Christ Church is in Neston Road, Willaston, Cheshire, England. It is an active Anglican parish church in the deanery of Wirral South, the archdeaconry of Chester, and the diocese of Chester. The church is recorded in the National Heritage List for England as a designated Grade II listed building.

==History==

Christ Church was built in 1854, the architects being Fulljames and Waller. The north aisle was added in 1926 by Bernard Miller.

==Architecture==

The church is constructed in sandstone with Westmorland slate roofs. It has a porch in timber and stone. The plan consists of a four-bay nave with a clerestory, a north aisle, a south porch, a two-bay chancel, and a bellcote at the east end of the nave. The east window has three lights, and there are single-light windows along the sides of the chancel. The nave windows have two lights, and there is a four-light west window. The windows in the aisle and in the vestry have mullions carved as angels. On the chancel gable is a wheel-cross.
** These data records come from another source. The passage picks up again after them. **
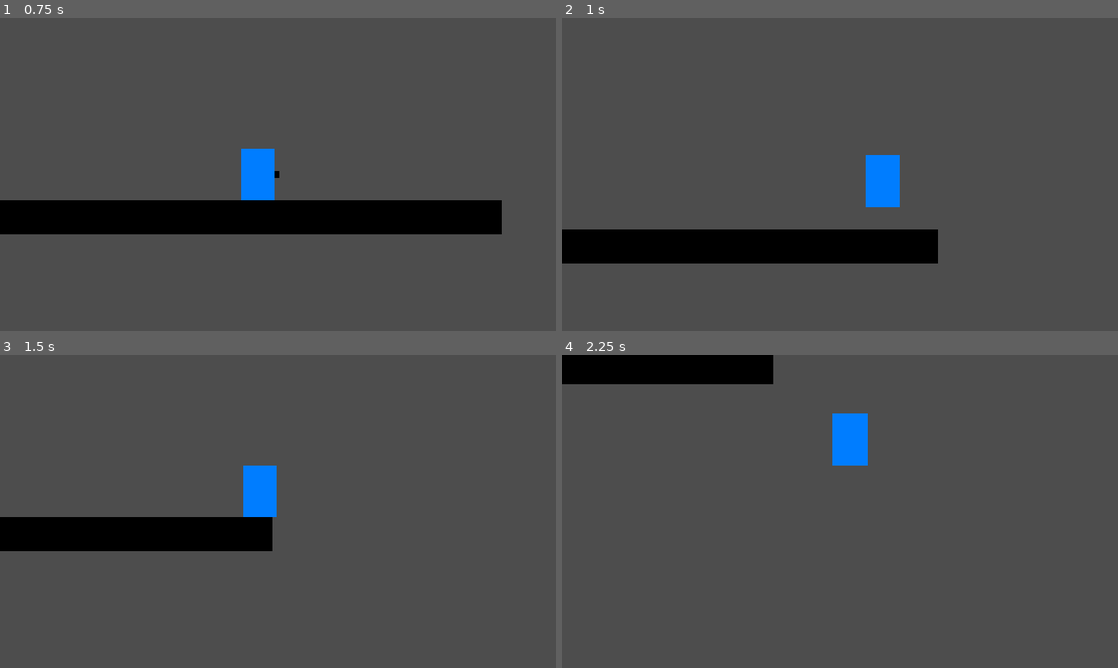
Above: before the commit, frames 1-4 (two rows, left to right).
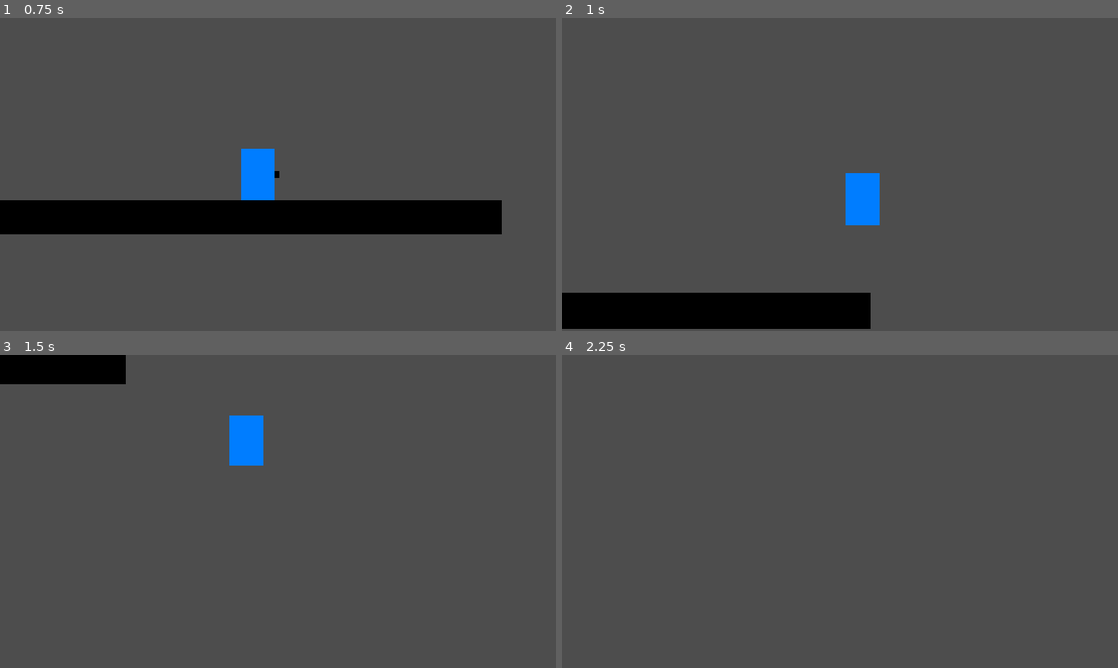
Above: after the commit, the same moments.

Repository: tinsor1/platformer
Game: Godot game, scene res://test.tscn
Two runs of this game, one before a commit and one after it. Both use one fixed random seed, a clock stepped at 60 frames per second and the inputs below.
Inputs:
- Up to frame 1 (0.75 s): hold D (Move Right) from 0.53 s (still down); tap Shift (Aim) at 0.6 s
- Up to frame 2 (1 s): keep holding D (Move Right); tap Space (Jump) at 0.77 s; tap L (Dash) at 0.8 s
- Up to frame 3 (1.5 s): keep holding D (Move Right); tap L (Dash) at 1.35 s
- Up to frame 4 (2.25 s): tap Space (Jump) at 1.52 s; tap J (Attack, bound only after the commit) at 1.55, 2.1 s; release D (Move Right) at 2.03 s; hold A (Move Left) from 2.03 s (still down)

Frame 1 is identical in both runs. In frame 2, 15% of the frame differs, in the area x 0-68%, y 43-100%; in frame 3, 9.4%; in frame 4, 4.6%.

Commit message:
Began work on shooting and organized the filesystem

Diff:
--- /dev/null
+++ b/Player/Projectiles/bullet.gd
@@ -0,0 +1,12 @@
+extends Area2D
+
+var velocity: Vector2 = Vector2.ZERO
+
+func _ready():
+	body_entered.connect(on_body_entered)
+
+func on_body_entered(_body: Node):
+	queue_free()
+
+func _process(delta):
+	position += velocity * delta
--- /dev/null
+++ b/Player/Projectiles/bullet.tscn
@@ -0,0 +1,6 @@
+[gd_scene format=3 uid="uid://8a4fs7xre8ae"]
+
+[ext_resource type="Script" uid="uid://b8ddmjl6ah2qr" path="res://Player/Projectiles/bullet.gd" id="1_rbaos"]
+
+[node name="Bullet" type="Area2D" unique_id=10879237]
+script = ExtResource("1_rbaos")
--- a/player.gd
+++ b/Player/player.gd
@@ -1,4 +1,10 @@
 extends CharacterBody2D
+
+@export_category("Upgrades")
+@export var dash: bool = true
+@export var dash_upgrade: bool = true
+@export var gun: bool = true
+@export var sword: bool = true
 
 @export_category("Input")
 @export var input_dir: Vector2 = Vector2.ZERO
@@ -10,7 +16,8 @@
 @export var jump_force: float = 400.0
 
 @export_category("Dashing")
-var available_dashes: int = 3
+@export var dashes: int = 1
+var available_dashes: int = dashes
 @export var dash_dist: float = 100.0
 var can_redash: bool = false
 @export var redash_window_length: float = 0.5
@@ -25,7 +32,7 @@
 var aim_dir: Vector2 = Vector2.RIGHT
 @export var gun_rot_speed: float = 10.0
 @export var gun_hold_dist: Vector2 = Vector2(20, 30)
-@onready var gun: MeshInstance2D = $Gun
+@onready var gun_sprite: MeshInstance2D = $Gun
 var gun_offset: Vector2 = Vector2.ZERO
 
 # camera
@@ -38,10 +45,10 @@
 	if !is_on_floor():
 		velocity += get_gravity() * delta
 
+	upgrades()
 	gather_inputs()
 	move_cam(delta)
 
-	# redash window
 	if can_redash:
 		redash_window(delta)
 	elif locked:
@@ -51,6 +58,12 @@
 
 	move_gun(delta)
 	move_and_slide()
+
+func upgrades():
+	if dash_upgrade:
+		dashes = 3
+	else:
+		dashes = 1
 
 func gather_inputs():
 	# basic movement
@@ -67,14 +80,21 @@
 		Input.get_axis("Look Up", "Look Down")
 	).normalized()
 	# free aim
-	if Input.is_action_just_pressed("Aim"):
-		locked = true
-	if Input.is_action_just_released("Aim"):
-		locked = false
-		gun_offset = Vector2.ZERO
+	if gun:
+		if Input.is_action_just_pressed("Aim"):
+			locked = true
+		if Input.is_action_just_released("Aim"):
+			locked = false
+			gun_offset = Vector2.ZERO
 	# dashing
-	if Input.is_action_just_pressed("Dash") && !dash_on_cooldown:
+	if Input.is_action_just_pressed("Dash") && !dash_on_cooldown && dash:
 		start_dash()
+	# sword
+	if Input.is_action_just_pressed("Attack"):
+		if sword && !locked:
+			pass
+		if gun && locked:
+			shoot()
 
 func redash_window(delta):
 	redash_timer -= delta
@@ -87,7 +107,6 @@
 		dash_cooldown_timer -= delta
 		if dash_cooldown_timer <= 0:
 			dash_on_cooldown = false
-			available_dashes = 3
 	movement(delta)
 
 func free_aim():
@@ -104,8 +123,8 @@
 		facing_dir = 1
 
 func move_gun(delta):
-	gun.position = gun.position.lerp(gun_offset * gun_hold_dist, gun_rot_speed * delta)
-	gun.look_at(position)
+	gun_sprite.position = gun_sprite.position.lerp(gun_offset * gun_hold_dist, gun_rot_speed * delta)
+	gun_sprite.look_at(position)
 
 func jump():
 	velocity.y = -jump_force
@@ -143,10 +162,13 @@
 		end_dash()
 
 func end_dash():
-	available_dashes = 3
+	available_dashes = dashes
 	can_redash = false
 	dash_on_cooldown = true
 	dash_cooldown_timer = dash_cooldown
+
+func shoot():
+	pass
 
 func move_cam(delta):
 	# move ahead according to player velocity
--- a/player.tscn
+++ b/Player/player.tscn
@@ -1,6 +1,6 @@
 [gd_scene format=3 uid="uid://wkcam2kuolhf"]
 
-[ext_resource type="Script" uid="uid://dqj7yeah8iol6" path="res://player.gd" id="1_4flbx"]
+[ext_resource type="Script" uid="uid://dqj7yeah8iol6" path="res://Player/player.gd" id="1_4flbx"]
 
 [sub_resource type="RectangleShape2D" id="RectangleShape2D_sh265"]
 size = Vector2(20, 30)
--- a/project.godot
+++ b/project.godot
@@ -73,6 +73,12 @@
 , Object(InputEventJoypadMotion,"resource_local_to_scene":false,"resource_name":"","device":-1,"axis":4,"axis_value":1.0,"script":null)
 ]
 }
+Attack={
+"deadzone": 0.2,
+"events": [Object(InputEventKey,"resource_local_to_scene":false,"resource_name":"","device":-1,"window_id":0,"alt_pressed":false,"shift_pressed":false,"ctrl_pressed":false,"meta_pressed":false,"pressed":false,"keycode":0,"physical_keycode":74,"key_label":0,"unicode":106,"location":0,"echo":false,"script":null)
+, Object(InputEventJoypadButton,"resource_local_to_scene":false,"resource_name":"","device":-1,"button_index":2,"pressure":0.0,"pressed":false,"script":null)
+]
+}
 
 [physics]
 
@@ -83,3 +89,4 @@
 rendering_device/driver.windows="d3d12"
 renderer/rendering_method="gl_compatibility"
 renderer/rendering_method.mobile="gl_compatibility"
+textures/vram_compression/import_etc2_astc=true
--- a/test.tscn
+++ b/test.tscn
@@ -1,6 +1,6 @@
 [gd_scene format=3 uid="uid://cj66lfypp2361"]
 
-[ext_resource type="PackedScene" uid="uid://wkcam2kuolhf" path="res://player.tscn" id="1_37kl0"]
+[ext_resource type="PackedScene" uid="uid://wkcam2kuolhf" path="res://Player/player.tscn" id="1_37kl0"]
 
 [sub_resource type="RectangleShape2D" id="RectangleShape2D_37kl0"]
 size = Vector2(325, 20)
Not shown, added: Player/Projectiles/bullet.gd.uid
Renamed: player.gd.uid -> Player/player.gd.uid
Not shown, added: export_presets.cfg
Not shown, added: .DS_Store

The stained glass includes that in the east window by William Wailes, which dates from 1855. Windows elsewhere are by Kempe, dating from 1902, and by W. B. Simpson and Sons, dated 1897. There are also three windows by William T. Davies dated 1975, 1980 and 2000. The two-manual organ was built in 1925–26 by Nicholson, and restored in 1999 by David Wells.

==External features==
The churchyard contains the war graves of seven service personnel of World War I and three of World War II.